Integrating $f(x) = \frac{1}{x}$ over $[-1,1]$ I am reading a book where it says that improper integral $$\int_{-1}^{1}\frac{1}{x}\,dx$$ is undefined because $$\lim_{b \to 0^-}\int_{-1}^{b}\frac{1}{x}\,dx + \lim_{b \to 0^+}\int_{b}^{1}\frac{1}{x}\,dx$$ are unbounded.
I wonder, is it just a deficiency of definition of improper integral or is it universally accepted among mathematicians that $\int_{-1}^{1}\frac{1}{x}\,dx$ is undefined?
Function is odd, so in my opinion it is intuitively clear that this integral should be equal to $0$. Are there other definitions of integral that assign value of $0$ to this expression?
 A: In fact, behind your question, there is a very interesting mathematical "character" which is
$$PV \left( \frac{1}{x} \right).$$
We could avoid it, remaining with classical analysis tools as in this question whose interest is to introduce the concept of (Cauchy) Principal Value (abbreviated as "PV").
The rigorous way to attack this issue is to define it as a "distribution" in the framework of... "distribution theory", through its action on a generic "test function" $\varphi$ :
$$PV \left( \frac{1}{x} \right)(\varphi) := \lim_{\varepsilon\to 0} \int_{|x|>\varepsilon} \left( \frac{1}{x} \varphi(x) \right) dx 
$$
Please note

*

*the "shrinking hole" $(-\varepsilon,\varepsilon)$


*the fact that integral bounds are $(-\infty,\infty)$ (not limited to $[-1,1]$). See (https://en.wikipedia.org/wiki/Cauchy_principal_value).
There are different ways to handle "$PV \left( \frac{1}{x} \right)$" :

*

*as the limit when $\varepsilon \to 0$ of odd functions defined by :
$$f_{\varepsilon}(x):=\frac{x}{\varepsilon^2+x^2},$$
an astute way to overcome singularity $x=0$ !
In particular $\int_{[-a,a]}f_{\varepsilon}(x)dx=0$, whatever $a>0$...

*

*as the derivative of the even function $\log|x|$ (this one having the two "passports" : "ordinary function" and "regular distribution") (Derivative of ln|x| is the principal value of 1/x. Distribution Theory.).

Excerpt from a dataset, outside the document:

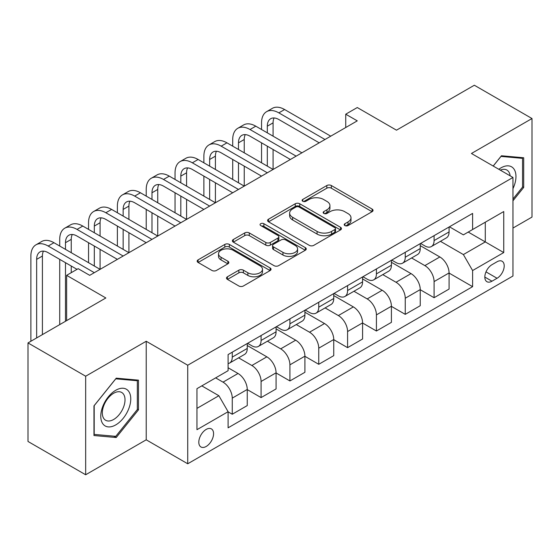 <?xml version="1.0" encoding="UTF-8"?>
<svg xmlns="http://www.w3.org/2000/svg" width="560" height="560" viewBox="0 0 560 560"><rect width="100%" height="100%" fill="white"/><g stroke="black" fill="none" stroke-linecap="round" stroke-linejoin="round"><path stroke-width="0.84" d="M344.883 225.568A2.24 1.295 0 0 0 348.054 225.568L372.106 211.68A3.199 1.848 0 0 0 373.044 210.378A3.199 1.848 0 0 0 372.106 209.069L331.352 185.535A3.199 1.848 0 0 0 326.823 185.535L302.771 199.43A2.24 1.295 0 0 0 302.113 200.34A2.24 1.295 0 0 0 302.771 201.257A2.24 1.295 0 0 0 305.935 201.257L309.05 199.458A10.248 5.915 0 0 1 323.54 199.458L326.935 201.418A10.248 5.915 0 0 1 329.938 205.604A10.248 5.915 0 0 1 326.935 209.783L323.827 211.582A2.24 1.295 0 0 0 323.169 212.499A2.24 1.295 0 0 0 323.827 213.416A2.24 1.295 0 0 0 326.998 213.416L330.106 211.617A10.248 5.915 0 0 1 344.596 211.617L347.991 213.577A10.248 5.915 0 0 1 350.994 217.763A10.248 5.915 0 0 1 347.991 221.942L344.883 223.741A2.24 1.295 0 0 0 344.225 224.658A2.24 1.295 0 0 0 344.883 225.568L344.883 223.741M206.185 446.467A10.437 6.027 120 0 0 213.01 437.269A10.437 6.027 120 0 0 211.407 428.904A10.437 6.027 120 0 0 206.185 429.422A10.437 6.027 120 0 0 199.367 438.62A10.437 6.027 120 0 0 200.97 446.985A10.437 6.027 120 0 0 206.185 446.467M227.43 276.78A3.199 1.848 0 0 0 226.492 278.089A3.199 1.848 0 0 0 227.43 279.391L238.861 285.992A3.199 1.848 0 0 0 243.39 285.992L270.109 270.571A3.199 1.848 0 0 0 271.047 269.262A3.199 1.848 0 0 0 270.109 267.953L229.355 244.426A3.199 1.848 0 0 0 224.826 244.426L198.107 259.854A3.199 1.848 0 0 0 197.169 261.156A3.199 1.848 0 0 0 198.107 262.465L211.918 270.438A3.199 1.848 0 0 0 216.447 270.438L227.885 263.837A3.199 1.848 0 0 0 228.823 262.528A3.199 1.848 0 0 0 227.885 261.226L221.032 257.271A8.568 4.942 0 0 1 218.526 253.771A8.568 4.942 0 0 1 223.811 249.207A8.568 4.942 0 0 1 233.149 250.278L259.98 265.769A8.568 4.942 0 0 1 262.486 269.262A8.568 4.942 0 0 1 257.201 273.833A8.568 4.942 0 0 1 247.863 272.762L243.39 270.179A3.199 1.848 0 0 0 238.861 270.179L227.43 276.78L227.43 279.391M512.967 228.06L532 217.077L532 118.531L474.334 85.232L396.487 130.179L357.273 107.541L345.737 114.198L357.273 120.855L89.705 275.338L78.169 268.681L66.633 275.338L66.633 320.614M85.666 376.215L85.666 474.768L146.216 439.81L146.216 341.257L85.666 376.215L28 342.923L105.847 297.976L66.633 275.338M146.216 341.257L187.733 365.232L512.967 177.457L512.967 276.003L187.733 463.778L187.733 365.232M532 118.531L471.45 153.482L512.967 177.457M309.281 245.343A3.199 1.848 0 0 0 313.803 245.343L340.522 229.915A3.199 1.848 0 0 0 341.46 228.613A3.199 1.848 0 0 0 340.522 227.304L299.768 203.77A3.199 1.848 0 0 0 295.239 203.77L268.527 219.198A3.199 1.848 0 0 0 267.589 220.507A3.199 1.848 0 0 0 268.527 221.809L309.281 245.343M261.611 226.058A2.24 1.295 0 0 1 263.886 226.373L263.886 223.706L305.319 247.632A3.199 1.848 0 0 1 306.257 248.934A3.199 1.848 0 0 1 305.319 250.243L278.6 265.671A3.199 1.848 0 0 1 274.071 265.671L233.317 242.137L233.317 239.526A3.199 1.848 0 0 0 232.379 240.835A3.199 1.848 0 0 0 233.317 242.137M233.317 239.526L244.748 232.925A3.199 1.848 0 0 1 249.277 232.925L265.804 242.466A3.199 1.848 0 0 0 270.333 242.466L277.921 238.084A3.199 1.848 0 0 0 278.859 236.782A3.199 1.848 0 0 0 277.921 235.473L260.715 225.54A2.24 1.295 0 0 1 260.057 224.623A2.24 1.295 0 0 1 261.443 223.426A2.24 1.295 0 0 1 263.886 223.706M85.666 474.768L28 441.469L28 342.923M497.056 261.758L491.981 264.684A10.115 5.838 120 0 0 485.373 273.595A10.115 5.838 120 0 0 486.927 281.701A10.115 5.838 120 0 0 491.981 281.197L497.056 278.271A10.115 5.838 120 0 0 503.664 269.36A10.115 5.838 120 0 0 502.11 261.254A10.115 5.838 120 0 0 497.056 261.758M449.421 226.8L463.379 234.857L472.605 229.53L472.605 213.416L228.102 354.578L228.102 370.692L196.959 388.668L196.959 429.688L228.102 411.705L228.102 427.819L472.605 286.657L472.605 270.543L463.379 254.562L440.44 241.325M472.605 229.53L503.741 211.547L503.741 252.567L472.605 270.543M146.216 439.81L187.733 463.778M345.737 114.198L345.737 127.519M468.223 232.057L485.289 241.913L485.289 222.201L503.741 211.547M463.379 254.562L485.289 241.913L503.741 252.567M196.959 408.38L218.876 395.724L201.803 385.875M228.102 411.838L232.253 414.239L232.253 398.125A13.048 7.532 -120 0 0 223.027 382.144L215.642 377.881M232.253 414.239L247.247 405.58L247.247 389.466A13.048 7.532 -120 0 0 238.021 373.485L228.102 367.759M247.247 389.599L261.086 397.593L261.086 381.479A13.048 7.532 -120 0 0 251.86 365.498L238.609 357.847M261.086 397.593L276.08 388.934L276.08 372.82A13.048 7.532 -120 0 0 266.854 356.839L247.247 345.52M276.08 372.953L289.919 380.947L289.919 364.833A13.048 7.532 -120 0 0 280.693 348.852L267.442 341.201M289.919 380.947L304.913 372.288L304.913 356.174A13.048 7.532 -120 0 0 295.687 340.193L276.08 328.874M304.913 356.307L318.752 364.301L318.752 348.187A13.048 7.532 -120 0 0 309.526 332.206L296.275 324.555M318.752 364.301L333.746 355.642L333.746 339.528A13.048 7.532 -120 0 0 324.52 323.547L304.913 312.228M333.746 339.661L347.585 347.655L347.585 331.541A13.048 7.532 -120 0 0 338.359 315.56L325.108 307.909M347.585 347.655L362.579 338.996L362.579 322.882A13.048 7.532 -120 0 0 353.353 306.901L333.746 295.582M362.579 323.015L376.418 331.009L376.418 314.888A13.048 7.532 -120 0 0 367.192 298.914L353.941 291.263M376.418 331.009L391.412 322.35L391.412 306.236A13.048 7.532 -120 0 0 382.186 290.255L362.579 278.936M391.412 306.369L405.251 314.356L405.251 298.242A13.048 7.532 -120 0 0 396.025 282.261L382.774 274.617M405.251 314.356L420.245 305.704L420.245 289.59A13.048 7.532 -120 0 0 411.019 273.609L391.412 262.29M420.245 289.723L434.084 297.71L434.084 281.596A13.048 7.532 -120 0 0 424.858 265.615L411.607 257.971M434.084 297.71L449.078 289.058L449.078 272.944A13.048 7.532 -120 0 0 439.852 256.963L420.245 245.644M420.588 243.446L424.858 245.91A13.048 7.532 -120 0 0 431.382 246.554A13.048 7.532 -120 0 0 434.084 240.583L434.084 235.655M391.755 260.092L396.025 262.556A13.048 7.532 -120 0 0 402.549 263.2A13.048 7.532 -120 0 0 405.251 257.229L405.251 252.301M362.922 276.738L367.192 279.202A13.048 7.532 -120 0 0 373.716 279.846A13.048 7.532 -120 0 0 376.418 273.875L376.418 268.947M334.089 293.384L338.359 295.848A13.048 7.532 -120 0 0 344.883 296.492A13.048 7.532 -120 0 0 347.585 290.521L347.585 285.593M305.256 310.03L309.526 312.494A13.048 7.532 -120 0 0 316.05 313.138A13.048 7.532 -120 0 0 318.752 307.167L318.752 302.239M276.423 326.676L280.693 329.14A13.048 7.532 -120 0 0 287.217 329.784A13.048 7.532 -120 0 0 289.919 323.813L289.919 318.885M247.59 343.322L251.86 345.786A13.048 7.532 -120 0 0 258.384 346.43A13.048 7.532 -120 0 0 261.086 340.459L261.086 335.531M449.078 273.077L472.605 286.657M431.382 246.554L446.376 237.895A13.048 7.532 -120 0 0 449.078 231.924L449.078 226.996M402.549 263.2L417.543 254.541A13.048 7.532 -120 0 0 420.245 248.57L420.245 243.642M373.716 279.846L388.71 271.194A13.048 7.532 -120 0 0 391.412 265.216L391.412 260.288M344.883 296.492L359.877 287.84A13.048 7.532 -120 0 0 362.579 281.862L362.579 276.934M316.05 313.138L331.044 304.486A13.048 7.532 -120 0 0 333.746 298.508L333.746 293.58M287.217 329.784L302.211 321.132A13.048 7.532 -120 0 0 304.913 315.154L304.913 310.233M258.384 346.43L273.378 337.778A13.048 7.532 -120 0 0 276.08 331.807L276.08 326.879M228.102 363.608A13.048 7.532 -120 0 0 229.551 363.083L244.545 354.424A13.048 7.532 -120 0 0 247.247 348.453L247.247 343.525M229.551 363.083A13.048 7.532 -120 0 0 232.253 357.105L232.253 352.177M218.876 395.724L228.102 411.705M512.967 200.781L523.698 187.439L523.698 157.759L501.438 155.771L493.185 166.033M93.968 435.533L116.228 437.521L138.488 409.836L138.488 380.156L116.228 378.168L93.968 405.86L93.968 435.533M522.543 186.767L523.698 187.439M137.333 409.171L138.488 409.836M113.876 436.17L116.228 437.521M345.779 225.89L347.991 224.609A10.248 5.915 0 0 0 350.994 220.423L350.994 217.763M329.938 205.604L329.938 208.264A10.248 5.915 0 0 1 326.935 212.45L324.723 213.731M372.064 211.708L331.352 188.202A3.199 1.848 0 0 0 326.823 188.202L303.667 201.572M340.48 229.943L299.768 206.437A3.199 1.848 0 0 0 295.239 206.437L268.569 221.837M334.866 229.523A2.24 1.295 0 0 0 335.517 228.613A2.24 1.295 0 0 0 334.866 227.696L299.089 207.039A2.24 1.295 0 0 0 295.918 207.039L292.635 208.936A10.248 5.915 0 0 0 289.639 213.122A10.248 5.915 0 0 0 292.635 217.301L317.086 231.42A10.248 5.915 0 0 0 331.583 231.42L334.866 229.523L334.866 232.19A2.24 1.295 0 0 0 335.517 231.273L335.517 228.613M289.639 213.122L289.639 215.782A10.248 5.915 0 0 0 292.635 219.968L292.635 217.301M334.866 232.19L331.583 234.087A10.248 5.915 0 0 1 317.086 234.087L292.635 219.968M233.359 242.165L244.748 235.585L244.748 232.925M278.859 236.782L278.859 239.442A3.199 1.848 0 0 1 277.921 240.751L270.333 245.126A3.199 1.848 0 0 1 265.804 245.126L249.277 235.585A3.199 1.848 0 0 0 244.748 235.585M263.886 226.373L305.27 250.271M282.961 252.371A8.568 4.942 0 0 0 292.292 253.442A8.568 4.942 0 0 0 297.577 248.871A8.568 4.942 0 0 0 295.071 245.371L285.621 239.918A3.199 1.848 0 0 0 281.092 239.918L273.504 244.293A3.199 1.848 0 0 0 272.566 245.602A3.199 1.848 0 0 0 273.504 246.911L282.961 252.371L282.961 255.031A8.568 4.942 0 0 0 292.292 256.102A8.568 4.942 0 0 0 297.577 251.531L297.577 248.871M272.566 245.602L272.566 248.269A3.199 1.848 0 0 0 273.504 249.571L273.504 246.911M282.961 255.031L273.504 249.571M262.486 269.262L262.486 271.929A8.568 4.942 0 0 1 257.201 276.493A8.568 4.942 0 0 1 247.863 275.422L243.39 272.839A3.199 1.848 0 0 0 238.861 272.839L227.472 279.419M218.526 253.771L218.526 256.438A8.568 4.942 0 0 0 221.032 259.931L221.032 257.271M227.843 263.865L221.032 259.931M270.067 270.592L229.355 247.093A3.199 1.848 0 0 0 224.826 247.093L198.149 262.493M261.548 129.514L261.548 122.857A24.465 14.126 60 0 1 266.616 111.657L272.384 108.325A24.465 14.126 60 0 1 284.613 109.536L330.743 136.171M266.616 111.657A24.465 14.126 60 0 1 278.845 112.868L324.982 139.503M319.214 142.835L278.845 119.525A16.31 9.415 -120 0 0 270.69 118.72A16.31 9.415 -120 0 0 267.316 126.189L267.316 132.846M274.099 117.964A16.31 9.415 -120 0 0 273.077 122.857L273.077 136.171M267.316 146.16L267.316 166.138M273.077 149.492L273.077 169.463L226.947 142.835L221.179 146.16L267.316 172.795M261.548 162.806L261.548 142.835M232.715 146.16L232.715 139.503A24.465 14.126 60 0 1 237.783 128.303L243.551 124.971A24.465 14.126 60 0 1 255.78 126.182L301.91 152.817M237.783 128.303A24.465 14.126 60 0 1 250.012 129.514L296.149 156.149M290.381 159.481L250.012 136.171A16.31 9.415 -120 0 0 241.857 135.366A16.31 9.415 -120 0 0 238.483 142.835L238.483 149.492M245.266 134.61A16.31 9.415 -120 0 0 244.244 139.503L244.244 152.817M238.483 162.806L238.483 182.784M244.244 166.138L244.244 186.116L198.114 159.481L192.346 162.806L238.483 189.441M232.715 179.452L232.715 159.481M261.548 176.127L221.179 152.817A16.31 9.415 -120 0 0 213.024 152.012A16.31 9.415 -120 0 0 209.65 159.481L209.65 166.138M216.433 151.263A16.31 9.415 -120 0 0 215.411 156.149L215.411 169.463M209.65 179.452L209.65 199.43M215.411 182.784L215.411 202.762L169.281 176.127L163.513 179.452L209.65 206.087M203.882 196.098L203.882 176.127M203.882 162.806L203.882 156.149A24.465 14.126 60 0 1 208.95 144.949A24.465 14.126 60 0 1 221.179 146.16M208.95 144.949L214.718 141.617A24.465 14.126 60 0 1 226.947 142.835M232.715 192.773L192.346 169.463A16.31 9.415 -120 0 0 184.191 168.658A16.31 9.415 -120 0 0 180.817 176.127L180.817 182.784M187.6 167.909A16.31 9.415 -120 0 0 186.578 172.795L186.578 186.116M180.817 196.098L180.817 216.076M186.578 199.43L186.578 219.408L140.448 192.773L134.68 196.098L180.817 222.733M175.049 212.744L175.049 192.773M175.049 179.452L175.049 172.795A24.465 14.126 60 0 1 180.117 161.595A24.465 14.126 60 0 1 192.346 162.806M180.117 161.595L185.885 158.27A24.465 14.126 60 0 1 198.114 159.481M203.882 209.419L163.513 186.116A16.31 9.415 -120 0 0 155.358 185.304A16.31 9.415 -120 0 0 151.984 192.773L151.984 199.43M158.767 184.555A16.31 9.415 -120 0 0 157.745 189.441L157.745 202.762M151.984 212.744L151.984 232.722M157.745 216.076L157.745 236.054L111.615 209.419L105.847 212.744L151.984 239.379M146.216 229.397L146.216 209.419M146.216 196.098L146.216 189.441A24.465 14.126 60 0 1 151.284 178.241A24.465 14.126 60 0 1 163.513 179.452M151.284 178.241L157.052 174.916A24.465 14.126 60 0 1 169.281 176.127M512.967 188.643A21.203 12.243 120 0 0 513.961 169.029A21.203 12.243 120 0 0 498.827 169.288M510.132 175.819A16.051 9.268 120 0 0 508.704 171.738A16.051 9.268 120 0 0 506.898 170.065A16.051 9.268 120 0 0 500.297 170.142M500.927 156.401L522.543 158.354L522.543 187.11L512.967 199.017M521.115 157.528L522.543 158.354M493.234 166.061L500.976 156.422M115.766 390.264A21.203 12.243 120 0 0 100.772 416.234A21.203 12.243 120 0 0 115.766 424.893A21.203 12.243 120 0 0 130.76 398.923A21.203 12.243 120 0 0 115.766 390.264M113.666 393.26A16.051 9.268 120 0 0 103.18 407.407A16.051 9.268 120 0 0 105.637 420.266A16.051 9.268 120 0 0 113.666 419.475A16.051 9.268 120 0 0 124.152 405.328A16.051 9.268 120 0 0 121.695 392.462A16.051 9.268 120 0 0 113.666 393.26M137.333 409.507L115.766 436.338L94.199 434.406L94.199 405.65L115.766 378.826L137.333 380.751L137.333 409.507M135.905 379.925L137.333 380.751M175.049 226.065L134.68 202.762A16.31 9.415 -120 0 0 126.525 201.95A16.31 9.415 -120 0 0 123.151 209.419L123.151 216.076M129.934 201.201A16.31 9.415 -120 0 0 128.912 206.087L128.912 219.408M123.151 229.397L123.151 249.368M128.912 232.722L128.912 252.7L82.782 226.065L77.014 229.397L123.151 256.025M117.383 246.043L117.383 226.065M117.383 212.744L117.383 206.087A24.465 14.126 60 0 1 122.451 194.887A24.465 14.126 60 0 1 134.68 196.098M122.451 194.887L128.219 191.562A24.465 14.126 60 0 1 140.448 192.773M146.216 242.711L105.847 219.408A16.31 9.415 -120 0 0 97.692 218.596A16.31 9.415 -120 0 0 94.318 226.065L94.318 232.722M101.101 217.847A16.31 9.415 -120 0 0 100.079 222.733L100.079 236.054M94.318 246.043L94.318 266.014M100.079 249.368L100.079 269.346L53.949 242.711L48.181 246.043L94.318 272.678M88.55 262.689L88.55 242.711M88.55 229.397L88.55 222.733A24.465 14.126 60 0 1 93.618 211.533A24.465 14.126 60 0 1 105.847 212.744M93.618 211.533L99.386 208.208A24.465 14.126 60 0 1 111.615 209.419M117.383 259.357L77.014 236.054A16.31 9.415 -120 0 0 68.859 235.242A16.31 9.415 -120 0 0 65.485 242.711L65.485 249.368M72.268 234.493A16.31 9.415 -120 0 0 71.246 239.379L71.246 252.7M65.485 262.689L65.485 321.286M71.246 266.014L71.246 272.678M59.717 324.611L59.717 259.357M59.717 246.043L59.717 239.379A24.465 14.126 60 0 1 64.785 228.179A24.465 14.126 60 0 1 77.014 229.397M64.785 228.179L70.553 224.854A24.465 14.126 60 0 1 82.782 226.065M77.014 269.346L48.181 252.7A16.31 9.415 -120 0 0 40.026 251.888A16.31 9.415 -120 0 0 36.652 259.357L36.652 337.932M43.435 251.139A16.31 9.415 -120 0 0 42.413 256.032L42.413 334.6M30.884 341.257L30.884 256.032A24.465 14.126 60 0 1 35.952 244.832A24.465 14.126 60 0 1 48.181 246.043M35.952 244.832L41.72 241.5A24.465 14.126 60 0 1 53.949 242.711M223.027 382.144L238.021 373.485M251.86 365.498L266.854 356.839M280.693 348.852L295.687 340.193M309.526 332.206L324.52 323.547M338.359 315.56L353.353 306.901M367.192 298.914L382.186 290.255M396.025 282.261L411.019 273.609M424.858 265.615L439.852 256.963M434.084 240.583L449.078 231.924M434.084 281.596L449.078 272.944M405.251 298.242L420.245 289.59M405.251 257.229L420.245 248.57M376.418 314.888L391.412 306.236M376.418 273.875L391.412 265.216M347.585 331.541L362.579 322.882M347.585 290.521L362.579 281.862M318.752 348.187L333.746 339.528M318.752 307.167L333.746 298.508M289.919 364.833L304.913 356.174M289.919 323.813L304.913 315.154M261.086 381.479L276.08 372.82M261.086 340.459L276.08 331.807M232.253 398.125L247.247 389.466M232.253 357.105L247.247 348.453M485.996 271.88L497.056 278.271M484.827 277.074L491.981 281.197M347.991 224.609L347.991 221.942M323.827 213.416L323.827 211.582M326.935 212.45L326.935 209.783M302.771 201.257L302.771 199.43M326.823 188.202L326.823 185.535M331.352 188.202L331.352 185.535M372.106 211.68L372.106 209.069M268.527 221.809L268.527 219.198M295.239 206.437L295.239 203.77M299.768 206.437L299.768 203.77M340.522 229.915L340.522 227.304M317.086 234.087L317.086 231.42M331.583 234.087L331.583 231.42M249.277 235.585L249.277 232.925M265.804 245.126L265.804 242.466M270.333 245.126L270.333 242.466M277.921 240.751L277.921 238.084M305.319 250.243L305.319 247.632M238.861 272.839L238.861 270.179M243.39 272.839L243.39 270.179M247.863 275.422L247.863 272.762M227.885 263.837L227.885 261.226M198.107 262.465L198.107 259.854M224.826 247.093L224.826 244.426M229.355 247.093L229.355 244.426M270.109 270.571L270.109 267.953M284.613 109.536L278.845 112.868M273.077 122.857L267.316 126.189M255.78 126.182L250.012 129.514M244.244 139.503L238.483 142.835M215.411 156.149L209.65 159.481M186.578 172.795L180.817 176.127M157.745 189.441L151.984 192.773M128.912 206.087L123.151 209.419M100.079 222.733L94.318 226.065M71.246 239.379L65.485 242.711M42.413 256.032L36.652 259.357"/></g></svg>

*through its Fourier Transform,
$$\widehat{PV \left( \frac{1}{x} \right)} = -i\pi\,\text{sign} (\xi)$$
(Fourier transform of the distribution PV $\left( \frac{1}{x} \right)$)...
Remark : Distribution PV $\left( \frac{1}{x}\right)$ behaves, apart from properties due to singularity $0$, as ordinary function $1/x$. Thus we can await a differentiation formula generalizing $(1/x)'=-1/x^2$. Here it is :
$$\left(PV \left( \frac{1}{x} \right)\right)' = -FP \left( \frac{1}{x^2} \right)$$
(Derivative of principal value distribution $1/x$ is equal to finite part distribution $-1/x^2$?) where FP is for "Finite Part", which is another distribution. The  concept of "finite part", introduced by Hadamard in classical analysis around 1900, is  different from the "Principal Value" concept. See for that (https://www.ntu.edu.sg/home/mwtang/hypersie.pdf).
Nevertheless, one must be very cautious for some operations such as this one :
$$\begin{cases}(\delta \times x) \times PV(\frac1x)&=&0& \text{whereas}\\\delta \times (x \times PV(\frac1x))&=&\delta&\end{cases}$$
due to the fact that the product of distributions isn't associative as recalled here.